Data entries
|---|
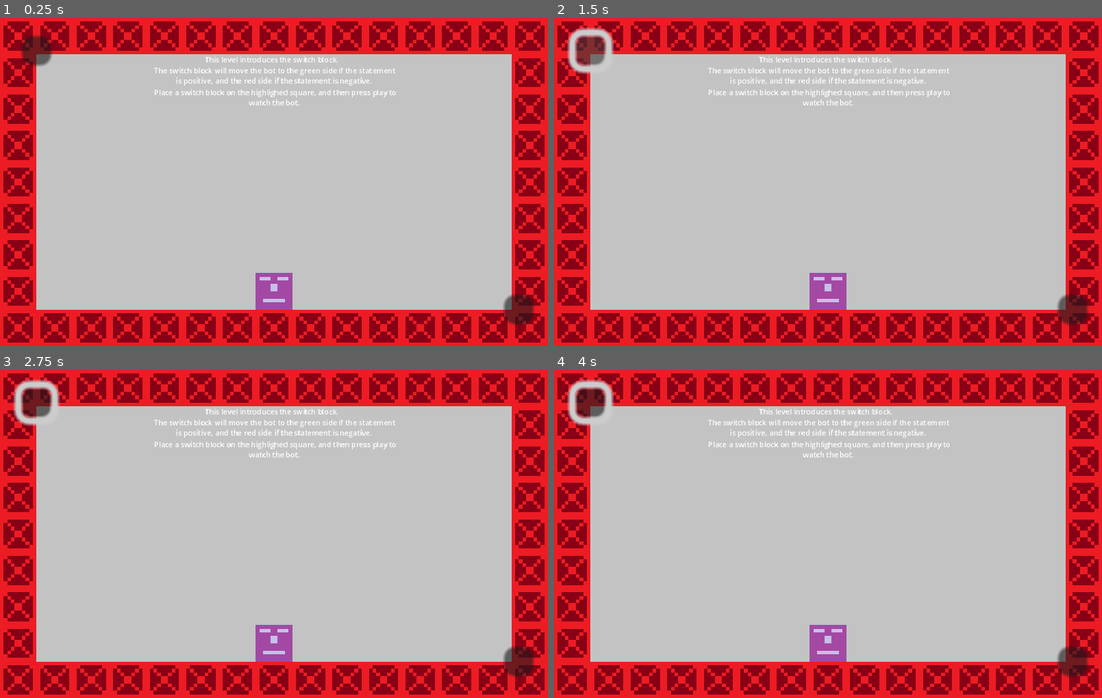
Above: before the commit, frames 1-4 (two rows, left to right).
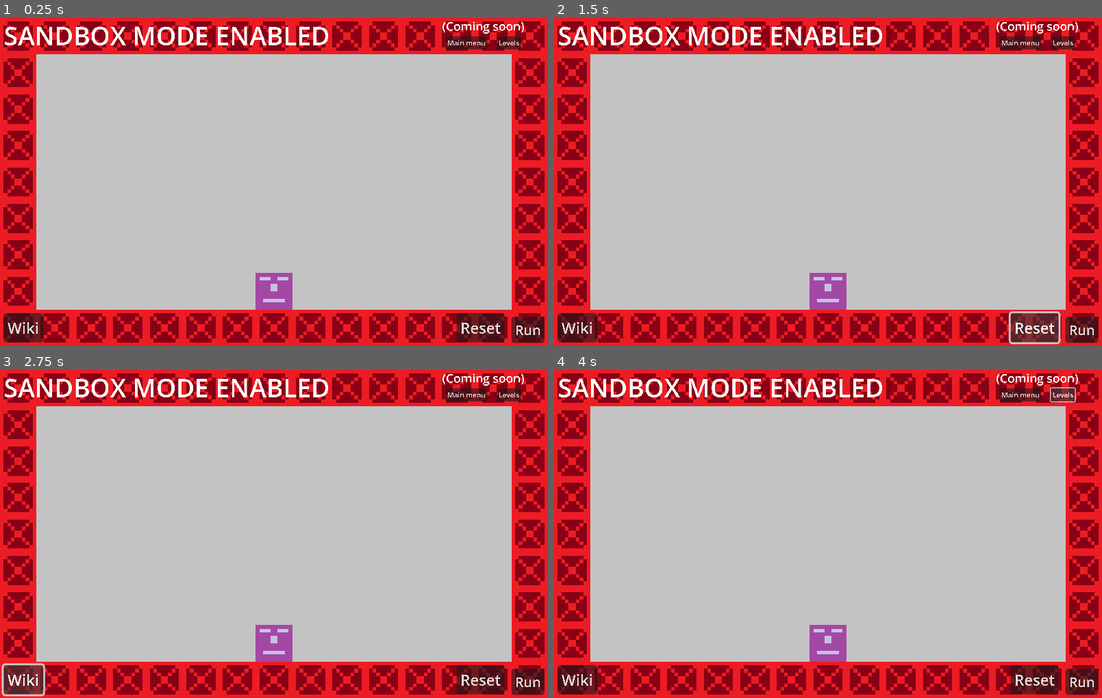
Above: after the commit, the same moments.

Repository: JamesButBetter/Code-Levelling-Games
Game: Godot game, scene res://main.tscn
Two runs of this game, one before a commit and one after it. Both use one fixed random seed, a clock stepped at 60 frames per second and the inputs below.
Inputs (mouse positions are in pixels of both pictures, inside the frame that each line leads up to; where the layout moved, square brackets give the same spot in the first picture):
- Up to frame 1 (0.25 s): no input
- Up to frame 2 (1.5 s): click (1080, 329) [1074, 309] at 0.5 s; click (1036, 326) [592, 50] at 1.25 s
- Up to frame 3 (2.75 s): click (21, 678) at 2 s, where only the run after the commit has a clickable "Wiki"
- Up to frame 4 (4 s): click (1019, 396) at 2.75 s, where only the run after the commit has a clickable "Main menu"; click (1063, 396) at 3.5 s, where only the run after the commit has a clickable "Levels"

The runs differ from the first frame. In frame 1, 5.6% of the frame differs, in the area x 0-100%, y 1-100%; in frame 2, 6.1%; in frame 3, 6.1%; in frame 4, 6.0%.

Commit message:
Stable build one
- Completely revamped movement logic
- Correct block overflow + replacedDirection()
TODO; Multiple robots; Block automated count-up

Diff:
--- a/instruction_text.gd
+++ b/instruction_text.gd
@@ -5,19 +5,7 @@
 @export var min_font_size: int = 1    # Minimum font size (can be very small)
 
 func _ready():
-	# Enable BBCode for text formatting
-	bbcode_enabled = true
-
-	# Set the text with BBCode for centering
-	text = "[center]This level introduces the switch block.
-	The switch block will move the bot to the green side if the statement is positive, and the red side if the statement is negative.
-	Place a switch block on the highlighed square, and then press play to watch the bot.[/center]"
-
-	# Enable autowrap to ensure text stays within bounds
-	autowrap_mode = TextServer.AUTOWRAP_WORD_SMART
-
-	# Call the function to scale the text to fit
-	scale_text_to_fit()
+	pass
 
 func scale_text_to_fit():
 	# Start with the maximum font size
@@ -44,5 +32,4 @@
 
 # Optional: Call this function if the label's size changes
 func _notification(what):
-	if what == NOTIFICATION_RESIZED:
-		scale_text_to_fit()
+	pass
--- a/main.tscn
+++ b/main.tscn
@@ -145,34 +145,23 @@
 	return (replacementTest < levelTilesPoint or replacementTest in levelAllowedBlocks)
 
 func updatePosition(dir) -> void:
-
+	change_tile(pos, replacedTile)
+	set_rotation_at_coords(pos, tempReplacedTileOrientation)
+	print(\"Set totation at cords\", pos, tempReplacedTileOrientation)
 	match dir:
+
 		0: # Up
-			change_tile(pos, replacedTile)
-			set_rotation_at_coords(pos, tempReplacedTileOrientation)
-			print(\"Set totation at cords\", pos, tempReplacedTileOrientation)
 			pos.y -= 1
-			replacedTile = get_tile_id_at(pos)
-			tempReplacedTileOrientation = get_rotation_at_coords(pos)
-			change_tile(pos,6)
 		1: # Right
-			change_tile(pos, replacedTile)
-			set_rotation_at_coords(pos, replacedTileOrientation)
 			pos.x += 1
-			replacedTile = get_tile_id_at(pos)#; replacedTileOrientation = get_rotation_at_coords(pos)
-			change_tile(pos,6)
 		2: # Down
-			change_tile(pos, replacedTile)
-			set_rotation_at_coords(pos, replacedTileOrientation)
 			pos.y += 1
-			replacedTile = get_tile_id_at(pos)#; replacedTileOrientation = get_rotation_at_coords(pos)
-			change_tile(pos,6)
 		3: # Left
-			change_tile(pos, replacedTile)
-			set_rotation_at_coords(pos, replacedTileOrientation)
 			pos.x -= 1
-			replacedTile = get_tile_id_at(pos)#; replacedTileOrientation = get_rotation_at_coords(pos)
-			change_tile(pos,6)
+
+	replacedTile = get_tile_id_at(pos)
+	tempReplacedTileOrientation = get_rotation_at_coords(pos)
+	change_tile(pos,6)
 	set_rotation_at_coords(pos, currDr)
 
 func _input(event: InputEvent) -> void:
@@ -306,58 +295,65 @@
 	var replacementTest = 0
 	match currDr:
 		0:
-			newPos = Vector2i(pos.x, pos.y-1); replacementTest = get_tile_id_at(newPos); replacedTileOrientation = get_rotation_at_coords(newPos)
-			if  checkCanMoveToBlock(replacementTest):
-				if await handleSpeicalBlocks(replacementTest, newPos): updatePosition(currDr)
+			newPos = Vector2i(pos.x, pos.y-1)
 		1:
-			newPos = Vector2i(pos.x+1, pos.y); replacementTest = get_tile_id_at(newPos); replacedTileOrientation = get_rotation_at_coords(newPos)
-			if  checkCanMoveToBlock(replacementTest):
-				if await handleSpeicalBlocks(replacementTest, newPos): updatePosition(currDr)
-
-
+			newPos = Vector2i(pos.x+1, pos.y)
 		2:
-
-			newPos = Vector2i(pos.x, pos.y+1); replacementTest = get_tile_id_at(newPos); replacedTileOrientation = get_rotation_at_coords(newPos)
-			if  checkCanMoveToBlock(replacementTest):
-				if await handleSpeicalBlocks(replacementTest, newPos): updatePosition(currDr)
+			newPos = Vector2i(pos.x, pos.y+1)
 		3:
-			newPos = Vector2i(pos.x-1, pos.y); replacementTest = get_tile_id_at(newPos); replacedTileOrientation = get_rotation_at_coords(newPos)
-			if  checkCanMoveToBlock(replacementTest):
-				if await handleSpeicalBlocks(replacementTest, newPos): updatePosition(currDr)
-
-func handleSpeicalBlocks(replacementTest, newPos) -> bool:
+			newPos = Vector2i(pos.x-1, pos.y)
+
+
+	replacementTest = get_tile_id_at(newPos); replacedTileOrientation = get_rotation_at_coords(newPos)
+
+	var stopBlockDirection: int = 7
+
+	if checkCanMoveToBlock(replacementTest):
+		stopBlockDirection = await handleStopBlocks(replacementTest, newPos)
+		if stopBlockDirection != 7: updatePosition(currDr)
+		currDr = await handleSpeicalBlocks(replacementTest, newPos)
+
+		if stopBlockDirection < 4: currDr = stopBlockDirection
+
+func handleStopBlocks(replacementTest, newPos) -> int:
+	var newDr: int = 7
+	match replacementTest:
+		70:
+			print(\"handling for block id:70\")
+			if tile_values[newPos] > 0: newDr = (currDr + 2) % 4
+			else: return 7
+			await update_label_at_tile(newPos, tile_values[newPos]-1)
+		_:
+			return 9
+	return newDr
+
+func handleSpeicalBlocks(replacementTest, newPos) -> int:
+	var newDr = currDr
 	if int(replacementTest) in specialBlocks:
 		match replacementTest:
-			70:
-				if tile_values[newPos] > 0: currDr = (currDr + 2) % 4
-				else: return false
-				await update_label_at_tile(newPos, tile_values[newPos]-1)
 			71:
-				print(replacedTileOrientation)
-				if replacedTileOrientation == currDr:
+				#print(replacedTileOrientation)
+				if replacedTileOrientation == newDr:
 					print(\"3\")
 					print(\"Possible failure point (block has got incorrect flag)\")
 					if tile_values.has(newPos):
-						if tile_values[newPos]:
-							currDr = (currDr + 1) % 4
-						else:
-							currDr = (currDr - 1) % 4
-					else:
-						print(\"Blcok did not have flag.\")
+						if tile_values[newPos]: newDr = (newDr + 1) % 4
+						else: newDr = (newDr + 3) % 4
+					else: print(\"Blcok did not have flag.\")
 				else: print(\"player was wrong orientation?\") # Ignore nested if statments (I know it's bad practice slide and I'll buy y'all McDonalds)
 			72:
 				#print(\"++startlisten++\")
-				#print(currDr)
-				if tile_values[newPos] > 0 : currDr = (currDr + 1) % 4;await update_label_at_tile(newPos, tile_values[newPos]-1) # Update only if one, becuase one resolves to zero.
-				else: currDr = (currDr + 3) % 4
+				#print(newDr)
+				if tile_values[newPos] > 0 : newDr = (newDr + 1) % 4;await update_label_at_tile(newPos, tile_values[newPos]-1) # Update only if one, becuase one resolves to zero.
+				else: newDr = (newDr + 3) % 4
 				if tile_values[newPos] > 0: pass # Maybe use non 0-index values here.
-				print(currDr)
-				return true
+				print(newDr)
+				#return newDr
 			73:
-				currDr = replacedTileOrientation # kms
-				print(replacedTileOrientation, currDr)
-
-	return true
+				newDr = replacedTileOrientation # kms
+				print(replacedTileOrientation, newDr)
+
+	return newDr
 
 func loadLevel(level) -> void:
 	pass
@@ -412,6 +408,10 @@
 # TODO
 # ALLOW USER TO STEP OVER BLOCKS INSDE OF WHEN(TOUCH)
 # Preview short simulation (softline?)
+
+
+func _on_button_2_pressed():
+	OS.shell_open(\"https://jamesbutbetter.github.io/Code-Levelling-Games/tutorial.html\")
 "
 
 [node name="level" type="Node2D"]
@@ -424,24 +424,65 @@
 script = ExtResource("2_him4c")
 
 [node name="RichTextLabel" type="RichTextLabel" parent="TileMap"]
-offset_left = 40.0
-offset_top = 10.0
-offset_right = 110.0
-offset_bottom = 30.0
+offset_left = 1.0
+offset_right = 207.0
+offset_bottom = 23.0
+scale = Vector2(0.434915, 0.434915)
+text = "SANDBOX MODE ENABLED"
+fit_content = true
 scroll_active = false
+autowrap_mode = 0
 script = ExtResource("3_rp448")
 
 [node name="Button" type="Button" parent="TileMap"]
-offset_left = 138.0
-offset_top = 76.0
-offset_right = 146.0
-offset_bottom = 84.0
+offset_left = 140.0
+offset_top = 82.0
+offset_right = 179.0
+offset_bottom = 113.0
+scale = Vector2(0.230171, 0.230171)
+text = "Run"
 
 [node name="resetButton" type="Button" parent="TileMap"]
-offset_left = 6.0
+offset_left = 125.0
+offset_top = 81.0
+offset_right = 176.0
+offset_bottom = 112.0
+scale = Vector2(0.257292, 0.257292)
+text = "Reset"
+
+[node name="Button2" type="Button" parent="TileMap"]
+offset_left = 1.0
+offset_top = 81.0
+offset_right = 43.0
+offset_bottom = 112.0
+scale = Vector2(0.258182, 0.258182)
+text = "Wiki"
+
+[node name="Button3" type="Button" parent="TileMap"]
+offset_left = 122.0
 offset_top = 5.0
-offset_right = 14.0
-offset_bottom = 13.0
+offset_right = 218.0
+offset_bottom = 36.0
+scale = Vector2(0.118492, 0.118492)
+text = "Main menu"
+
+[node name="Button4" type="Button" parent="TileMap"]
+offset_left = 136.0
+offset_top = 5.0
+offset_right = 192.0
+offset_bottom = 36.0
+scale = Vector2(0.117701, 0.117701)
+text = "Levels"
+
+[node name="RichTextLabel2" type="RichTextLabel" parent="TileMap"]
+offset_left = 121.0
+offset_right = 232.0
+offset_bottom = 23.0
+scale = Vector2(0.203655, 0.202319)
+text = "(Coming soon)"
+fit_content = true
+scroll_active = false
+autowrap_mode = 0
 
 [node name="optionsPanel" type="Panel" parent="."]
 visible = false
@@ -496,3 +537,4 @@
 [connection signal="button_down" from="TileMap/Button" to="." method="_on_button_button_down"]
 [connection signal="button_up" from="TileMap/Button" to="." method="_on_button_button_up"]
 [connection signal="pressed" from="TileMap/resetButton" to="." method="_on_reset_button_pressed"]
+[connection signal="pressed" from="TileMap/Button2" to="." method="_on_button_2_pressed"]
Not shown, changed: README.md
|---|
Go through the entries. Report every line that contains the word "from".

The runs differ from the first frame. In frame 1, 5.6% of the frame differs, in the area x 0-100%, y 1-100%; in frame 2, 6.1%; in frame 3, 6.1%; in frame 4, 6.0%.
 [connection signal="button_down" from="TileMap/Button" to="." method="_on_button_button_down"]
 [connection signal="button_up" from="TileMap/Button" to="." method="_on_button_button_up"]
 [connection signal="pressed" from="TileMap/resetButton" to="." method="_on_reset_button_pressed"]
+[connection signal="pressed" from="TileMap/Button2" to="." method="_on_button_2_pressed"]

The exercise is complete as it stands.